Генерал Кутепов | страница 7



Заостренность Кутепова проявлялась не в одном поступке, а в последовательной цепи поступков. Спросите любого учителя, что труднее всего дается детям, и вы услышите: дисциплина и аккуратность. У Кутепова же это было природным даром, казалось, счастливо соткавшимся из лесной русской природы, беленых льняных холстов, строгих северных нравов.

Но это еще не все. Почему-то он распространял лежавшую на нем в семье ответственность за младших сестер и братьев на своих товарищей. Когда из-за тесноты в гимназическом общежитии малышей переселили в мезонин, старшим у них был назначен Саша Кутепов, уже гимназист третьего класса. И сразу там воцарился образцовый порядок. До назначенного часа можно было шуметь и дурачиться, но после отбоя все стихало, как по мановению волшебной палочки. К ослушникам Кутепов применял собственные меры воздействия, о которых история умалчивает, а мы не беремся гадать. Однако за одно ручаемся, зная последующую его жизнь: он никого не унижал. Он был просто сильный, справедливый мальчик, верящий в Бога и в свое предназначение.

В третьем же классе, в возрасте тринадцати лет, он задал себе небывалое испытание: участвовал в маневрах местной воинской части, проделав наравне с солдатами переход в 72 версты и даже принял участие в „бою“ за город. Самой большой сложностью этих маневров были его родители. Их, впрочем, беспокоили не физические перегрузки, не пребывание ребенка среди чужих людей, а опасение, как бы он не огрубел среди солдат. Их опасения оказались беспочвенны. Солдаты не то что не позволяли себе в присутствии Саши грубого слова, но и следили за ним как за младшим братом, проявляя деликатность и простоту. Этот короткий эпизод еще больше укрепил желание Кутепова стать офицером. Он полюбил солдат, не будучи их начальником, а будучи тем, кем был, по-видимому, Саша Пушкин для Арины Родионовны.

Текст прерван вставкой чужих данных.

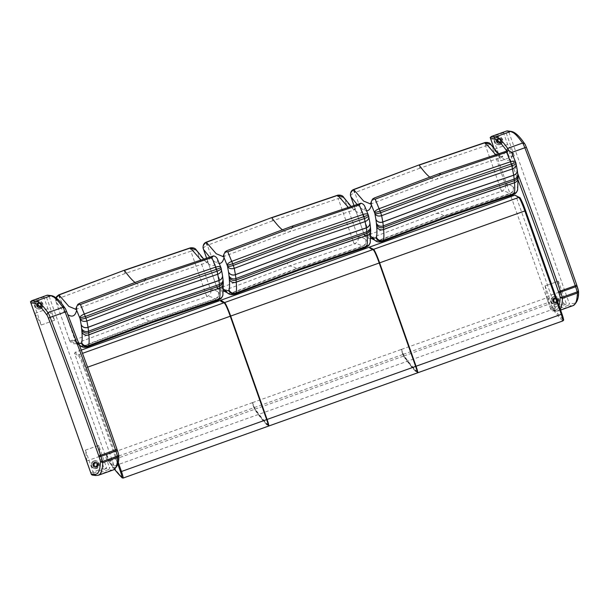 <?xml version="1.0" encoding="UTF-8"?>
<svg xmlns="http://www.w3.org/2000/svg" width="609" height="609" viewBox="0 0 609 609"><rect width="100%" height="100%" fill="white"/><g stroke="black" fill="none" stroke-linecap="round" stroke-linejoin="round"><path stroke-width="0.46" stroke-dasharray="3.04 2.28" d="M118.824 455.814L118.61 454.527M113.312 469.92A383.053 36.045 70.3 0 1 111.561 470.087L108.356 469.699A1.774 1.758 96.9 0 0 109.43 467.438L112.635 467.826A381.28 35.885 -109.7 0 0 118.717 455.106M66.777 311.915A5.314 0.502 -109.7 0 0 65.079 308.367L64.79 307.827M51.643 295.685A1.774 1.758 -83.1 0 1 53.097 296.849L49.154 296.37A1.774 1.758 96.9 0 0 47.708 295.205M108.356 469.699L93.421 475.035L96.625 475.423L111.561 470.087L112.635 467.826M92.621 475.127A1.774 1.758 96.9 0 0 93.421 475.035M49.154 296.37L109.43 467.438M578.542 291.536L578.337 290.249M573.039 305.642A383.053 36.045 70.3 0 1 571.28 305.809L568.083 305.421A1.774 1.758 96.9 0 0 569.149 303.16L572.353 303.548A381.28 35.885 -109.7 0 0 578.436 290.828M526.496 147.644A5.314 0.502 -109.7 0 0 524.798 144.089L524.509 143.549M511.37 131.407A1.774 1.758 -83.1 0 1 512.816 132.572L508.873 132.092A1.774 1.758 96.9 0 0 507.426 130.927M568.083 305.421L553.139 310.765L556.344 311.146L571.28 305.809L572.353 303.548M511.027 196.532L550.894 309.684A1.774 1.758 96.9 0 0 553.139 310.765M494.219 148.84L510.692 195.596M508.873 132.092L569.149 303.16M369.275 247.185L369.625 248.183L373.492 250.482A13.101 1.233 70.3 0 1 379.133 263.035L415.544 366.428A6.021 0.563 70.3 0 1 416.914 371.954A6.021 0.563 70.3 0 1 416.777 371.886A494.851 46.573 70.3 0 1 403.204 355.138L401.712 349.703L401.301 349.855A557.73 52.488 70.3 0 1 401.08 349.536L403.523 356.113A495.909 46.672 -109.7 0 0 417.119 372.883A7.08 0.67 -109.7 0 0 417.272 372.952M402.914 354.446L401.301 349.855M403.204 355.138L403.615 354.994L403.325 354.301M416.777 371.886L417.188 371.734A494.851 46.573 70.3 0 1 403.615 354.994M369.625 248.183L373.797 250.276M417.348 372.563A495.909 46.672 70.3 0 1 403.934 355.961L401.491 349.391A557.73 52.488 -109.7 0 0 401.712 349.703M370.036 248.038L369.861 247.536M401.491 349.391L547.727 297.466A557.73 52.488 -109.7 0 0 555.674 308.261L515.648 195.215M81.263 350.099L75.097 352.307L74.564 353.433L114.203 466.007L555.674 308.261M114.203 466.007A557.73 52.488 70.3 0 1 106.263 455.22L107.915 459.924L106.263 455.22L106.91 454.657L252.126 402.762L254.57 409.339A495.909 46.672 -109.7 0 0 268.158 426.11A7.08 0.67 -109.7 0 0 268.318 426.178M268.394 425.79A495.909 46.672 70.3 0 1 254.981 409.187L252.537 402.618A557.73 52.488 -109.7 0 0 252.758 402.937L252.347 403.082A557.73 52.488 70.3 0 1 252.126 402.762M252.537 402.618L401.08 349.536M220.313 300.412L220.671 301.409L224.538 303.716A13.101 1.233 70.3 0 1 230.172 316.269L266.582 419.662A6.021 0.563 70.3 0 1 267.96 425.181A6.021 0.563 70.3 0 1 267.815 425.112A494.851 46.573 70.3 0 1 254.25 408.365L252.758 402.937M253.961 407.672L252.347 403.082M254.25 408.365L254.661 408.22L254.372 407.528M267.815 425.112L268.226 424.96A494.851 46.573 70.3 0 1 254.661 408.22M220.671 301.409L220.9 300.762M221.082 301.265L224.843 303.503M200.627 259.7L207.387 262.251L211.133 256.29M196.441 250.17L197.24 251.677C196.791 250.489 194.751 250.299 191.104 251.114A5.291 0.761 -18.2 0 0 190.845 251.205A3.54 0.396 72.2 0 1 190.198 247.893L191.104 251.114M222.498 275.329L222.491 275.268A5.314 4.834 -7.6 0 0 222.209 274.187L221.136 268.325A6.988 0.655 -109.7 0 0 220.953 267.777L217.55 259.35M207.136 296.553A3.54 0.396 71.3 0 1 205.568 293.135C209.032 291.681 210.706 290.539 210.592 289.709C211.544 292.366 210.394 294.649 207.136 296.553A5.314 5.283 -93.7 0 1 207.06 296.575L141.349 318.865L76.27 343.316A5.314 5.291 -91.7 0 1 76.194 343.339L75.341 343.583L69.548 340.264C69.167 340.637 72.638 344.823 75.341 343.583M221.204 268.546L221.387 269.087M218.205 300.191L216.385 299.902A70.789 6.76 70.5 0 1 216.34 299.879A173.93 16.466 70.4 0 1 215.19 299.095L149.487 321.385L84.423 345.821A173.93 16.268 -109.7 0 0 85.564 346.612A70.789 6.562 -109.8 0 0 85.61 346.635L87.513 346.894M75.356 343.583L79.208 345.037A5.314 5.222 -50.8 0 0 84.423 345.821A70.781 6.76 70.5 0 0 84.118 345.6A5.314 5.245 -57.1 0 1 77.252 342.456C74.275 340.545 71.702 339.761 69.525 340.119C69.449 341.017 71.154 340.949 74.625 339.921L76.27 343.316C78.47 342.89 81.081 343.651 84.118 345.6L149.182 321.156L214.886 298.867C211.863 296.918 209.252 296.157 207.06 296.575A3.54 0.403 72.2 0 1 205.537 293.142L190.845 251.205L125.058 273.548L124.251 270.289M81.225 346.399A5.314 5.26 -61.6 0 0 85.564 346.612L150.629 322.169L216.34 299.879A5.314 5.26 118.4 0 0 219.758 293.051A65.475 6.159 -109.7 0 0 219.803 293.074L222.46 292.708A65.506 6.166 -109.7 0 0 222.742 292.099C223.32 289.899 223.404 286.397 222.993 281.602L222.993 281.564A342.311 32.216 70.3 0 1 222.825 279.47A65.536 6.166 -109.7 0 0 222.696 278.054A292.746 27.55 -109.7 0 0 222.216 274.263A76.171 7.171 70.3 0 1 222.209 274.187M219.803 293.074A5.314 5.26 116.8 0 1 216.385 299.902L150.682 322.191L85.61 346.635A5.314 5.26 -63.2 0 1 81.317 346.445M58.776 294.863A3.54 0.449 -112.5 0 0 59.636 298.09C56.462 299.712 55.305 301.044 56.165 302.087L56.165 297.892M79.741 303.236L75.775 309.273M58.921 294.802L76.194 343.339M125.058 273.548L59.895 297.999A5.291 0.776 -19.6 0 0 59.636 298.09M56.028 297.786L55.693 299.75L56.165 302.087C60.771 308.413 64.661 312.607 67.843 314.67M348.005 207.037L354.765 209.587L358.511 203.627M343.811 197.506L344.618 199.014C344.169 197.826 342.129 197.636 338.482 198.45A5.291 0.761 -18.2 0 0 338.223 198.542A3.54 0.396 72.2 0 1 337.576 195.23L338.482 198.45M369.876 222.666L369.869 222.605A5.314 4.834 -7.6 0 0 369.587 221.524L368.514 215.662A6.988 0.655 -109.7 0 0 368.323 215.114L364.92 206.687M354.514 243.889A3.54 0.396 71.3 0 1 352.938 240.471C356.41 239.017 358.084 237.875 357.97 237.046C358.922 239.702 357.772 241.986 354.514 243.889A5.314 5.283 -93.7 0 1 354.438 243.912L288.727 266.202L223.648 290.653A5.314 5.291 -91.7 0 1 223.572 290.676L222.719 290.919L216.926 287.6C216.545 287.973 220.016 292.16 222.719 290.919M368.582 215.883L368.765 216.423M365.583 247.528L363.763 247.239A70.789 6.76 70.5 0 1 363.71 247.216A173.93 16.466 70.4 0 1 362.568 246.432L296.865 268.721L231.801 293.157A173.93 16.268 -109.7 0 0 232.942 293.949A70.789 6.562 -109.8 0 0 232.988 293.972L234.891 294.231M223.579 289.161L216.903 287.456C216.827 288.354 218.532 288.285 222.003 287.258L223.648 290.653C225.848 290.227 228.459 290.988 231.489 292.937L296.56 268.493L362.264 246.203C359.241 244.255 356.63 243.493 354.438 243.912A3.54 0.403 72.2 0 1 352.916 240.479L338.223 198.542L272.436 220.884L271.629 217.626M228.603 293.736A5.314 5.26 -61.6 0 0 232.942 293.949L298.007 269.505L363.71 247.216A5.314 5.26 118.4 0 0 367.136 240.388A65.475 6.159 -109.7 0 0 367.181 240.41L369.838 240.045A65.506 6.166 -109.7 0 0 370.112 239.436C370.698 237.236 370.782 233.734 370.371 228.938L370.371 228.9A342.311 32.216 70.3 0 1 370.203 226.807A65.536 6.166 -109.7 0 0 370.066 225.391A292.746 27.55 -109.7 0 0 369.594 221.6A76.171 7.171 70.3 0 1 369.587 221.524M301.105 268.44L232.988 293.972A5.314 5.26 -63.2 0 1 228.695 293.782M227.119 250.573L223.153 256.61M206.299 242.138L223.572 290.676M206.154 242.199A3.54 0.449 -112.5 0 0 207.014 245.427C203.84 247.048 202.683 248.381 203.543 249.424M272.436 220.884L207.273 245.336A5.291 0.776 -19.6 0 0 207.014 245.427M495.376 154.374L502.143 156.924L505.889 150.963M491.189 144.843L491.988 146.35C491.547 145.163 489.507 144.972 485.86 145.787A5.291 0.761 -18.2 0 0 485.594 145.878A3.54 0.396 72.2 0 1 484.947 142.567L485.099 142.521M517.254 170.002L517.247 169.941A5.314 4.834 -7.6 0 0 516.957 168.86L515.892 162.999A6.988 0.655 -109.7 0 0 515.701 162.451L512.298 154.024M485.86 145.787L485.091 142.529M501.885 191.226A3.54 0.396 71.3 0 1 500.316 187.808C503.788 186.354 505.462 185.212 505.348 184.382C506.3 187.039 505.15 189.323 501.885 191.226A5.314 5.283 -93.7 0 1 501.816 191.249L436.105 213.538L371.026 237.99A5.314 5.291 -91.7 0 1 370.95 238.012L370.097 238.256L364.304 234.937C363.923 235.31 367.394 239.497 370.097 238.256M515.952 163.22L516.143 163.76M512.961 194.865L511.141 194.576A70.789 6.76 70.5 0 1 511.088 194.553A173.93 16.466 70.4 0 1 509.946 193.769L444.243 216.058L379.179 240.494A173.93 16.268 -109.7 0 0 380.313 241.286A70.789 6.562 -109.8 0 0 380.366 241.309L382.269 241.567M370.957 236.498L364.281 234.792C364.205 235.691 365.902 235.622 369.381 234.602L371.026 237.99C373.226 237.563 375.837 238.325 378.867 240.273L443.938 215.83L509.642 193.54C506.612 191.591 504.008 190.83 501.816 191.249A3.54 0.403 72.2 0 1 500.293 187.816L485.594 145.878L419.814 168.221L419 164.963M375.981 241.073A5.314 5.26 -61.6 0 0 380.313 241.286L445.385 216.842L511.088 194.553A5.314 5.26 118.4 0 0 514.514 187.724A65.475 6.159 -109.7 0 0 514.559 187.747L517.216 187.382A65.506 6.166 -109.7 0 0 517.49 186.773C518.076 184.573 518.16 181.071 517.749 176.275L517.741 176.237A342.311 32.216 70.3 0 1 517.581 174.144A65.536 6.166 -109.7 0 0 517.444 172.728A292.746 27.55 -109.7 0 0 516.972 168.937A76.171 7.171 70.3 0 1 516.957 168.86M448.483 215.776L380.366 241.309A5.314 5.26 -63.2 0 1 376.073 241.118M374.489 197.91L370.531 203.946M353.677 189.475L370.95 238.012M353.532 189.536A3.54 0.449 -112.5 0 0 354.392 192.764C351.218 194.385 350.061 195.717 350.921 196.76M419.814 168.221L354.651 192.672A5.291 0.776 -19.6 0 0 354.392 192.764M94.844 462.261A2.657 2.642 96.9 0 0 95.407 467.4A2.657 2.642 96.9 0 0 98.346 465.078A2.657 2.642 96.9 0 0 94.844 462.261M94.471 462.216A2.657 2.642 96.9 0 0 95.034 467.354A2.657 2.642 96.9 0 0 97.98 465.04A2.657 2.642 96.9 0 0 94.471 462.216M86.6 460.975A65.369 6.151 -109.7 0 0 85.329 450.188L98.696 445.453L106.773 468.39L104.002 468.055L99.861 456.301A65.369 6.151 -109.7 0 0 98.605 445.445L98.696 445.453M85.329 450.188L98.605 445.445M86.585 461.043L99.861 456.301M90.726 472.797L104.002 468.055M85.42 450.203L93.497 473.132L90.764 472.805M93.497 473.132L106.773 468.39M94.03 460.967A3.981 3.958 96.9 0 0 94.882 468.679A3.981 3.958 96.9 0 0 99.29 465.192A3.981 3.958 96.9 0 0 94.03 460.967M95.925 466.144A1.5 1.492 -83.1 0 1 93.938 464.553A1.5 1.492 -83.1 0 1 96.907 464.56A1.5 1.492 -83.1 0 1 95.925 466.144M95.857 466.136A1.5 1.492 -83.1 0 1 93.87 464.545A1.5 1.492 -83.1 0 1 96.839 464.553A1.5 1.492 -83.1 0 1 95.857 466.136M96.161 466.829A2.23 2.215 96.9 0 0 95.689 462.513A2.23 2.215 96.9 0 0 93.223 464.461A2.23 2.215 96.9 0 0 96.161 466.829M96.093 466.821A2.23 2.215 -83.1 0 1 93.154 464.454A2.23 2.215 -83.1 0 1 97.562 464.477A2.23 2.215 -83.1 0 1 96.093 466.821M98.27 464.073L96.892 464.439L98.11 464.05A2085.231 97.425 160.6 0 1 97.866 464.18L98.194 464.058A2085.231 97.425 160.6 0 1 97.942 464.187L98.27 464.073A2.687 2.68 96.9 0 1 96.778 467.21L96.664 466.882A2085.231 196.235 70.3 0 1 96.702 467.202L96.587 466.875A2085.231 196.235 70.3 0 1 96.618 467.194L96.123 466.052L96.778 467.21M97.25 464.484A1.5 1.492 -83.1 0 1 96.481 466.098M96.762 466.897A2.345 2.329 96.9 0 0 98.041 464.195M96.664 466.882A2.345 2.329 96.9 0 0 97.942 464.187M98.194 464.058A2.687 2.68 -83.1 0 1 96.702 467.202M96.504 466.867A2.345 2.329 96.9 0 0 97.783 464.165M98.011 464.043A2.687 2.68 -83.1 0 1 96.519 467.179M96.587 466.875A2.345 2.329 96.9 0 0 97.866 464.18M98.11 464.05A2.687 2.68 -83.1 0 1 96.618 467.194M96.123 466.052A1.5 1.492 96.9 0 0 96.892 464.439M93.246 465.87L93.565 465.748A2.345 2.329 96.9 0 0 96.252 467.034L96.062 466.243A1.5 1.492 -83.1 0 1 94.464 465.474L93.246 465.87A2.687 2.68 96.9 0 0 96.367 467.362M93.565 465.748A2085.231 97.425 160.6 0 1 93.162 465.855L93.489 465.74A2.345 2.329 96.9 0 0 96.169 467.019L96.283 467.354A2.687 2.68 -83.1 0 1 93.162 465.855M93.664 465.763A2.345 2.329 96.9 0 0 96.344 467.042M93.489 465.74A2085.231 97.425 160.6 0 1 93.078 465.847L93.405 465.733A2.345 2.329 96.9 0 0 96.093 467.012L96.207 467.339A2.687 2.68 -83.1 0 1 93.078 465.847M94.106 465.436A1.5 1.492 96.9 0 0 95.712 466.205L96.108 467.331A2.687 2.68 -83.1 0 1 92.987 465.839L94.464 465.474M93.405 465.733L92.987 465.839M94.54 462.619L95.08 463.449L94.7 462.634A2085.231 196.235 -109.7 0 0 94.502 462.3L94.623 462.627A2085.231 196.235 -109.7 0 0 94.425 462.292L94.54 462.619A2.345 2.329 96.9 0 0 93.261 465.314L92.933 465.428A2085.231 97.425 -19.4 0 0 93.344 465.322L93.017 465.443A2085.231 97.425 -19.4 0 0 93.421 465.337L94.311 465.063L93.261 465.314M92.834 465.421A2.687 2.68 -83.1 0 1 94.326 462.277M94.722 463.403A1.5 1.492 96.9 0 0 93.961 465.017M92.933 465.428A2.687 2.68 -83.1 0 1 94.425 462.292M94.311 465.063A1.5 1.492 -83.1 0 1 95.08 463.449M94.623 462.627A2.345 2.329 96.9 0 0 93.344 465.322M94.798 462.65A2.345 2.329 96.9 0 0 93.52 465.345M93.017 465.443A2.687 2.68 -83.1 0 1 94.502 462.3M94.585 462.307A2.687 2.68 96.9 0 0 93.093 465.451M94.7 462.634A2.345 2.329 96.9 0 0 93.421 465.337M98.125 463.655L97.798 463.769A2.345 2.329 96.9 0 0 95.118 462.49L95.491 463.297A1.5 1.492 -83.1 0 1 97.097 464.066L98.125 463.655A2.687 2.68 96.9 0 0 94.996 462.162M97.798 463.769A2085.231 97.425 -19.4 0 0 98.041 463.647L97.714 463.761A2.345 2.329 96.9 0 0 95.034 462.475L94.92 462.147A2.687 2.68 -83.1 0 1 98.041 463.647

В четырнадцать лет Кутепов осиротел, умерла его мать. Сашу вызвали телеграммой, но он не успел, на несколько минут не застав ее в живых. Она умирала в полном сознании и все спрашивала своего первенца, а когда почувствовала приближение конца, благословила его портрет.

Что может быть тяжелее, чем утрата в юном возрасте самого родного человека?

Вот он только что был героем в своих глазах, сильным и справедливым; его все уважали, он ничего не боялся. И вдруг вся его защищенность, его сила и стойкость, — все рухнуло. Он стал песчинкой перед грозным ликом Бога, забравшего к себе его маму. Это было непостижимо. Детское сердце утонуло в горе.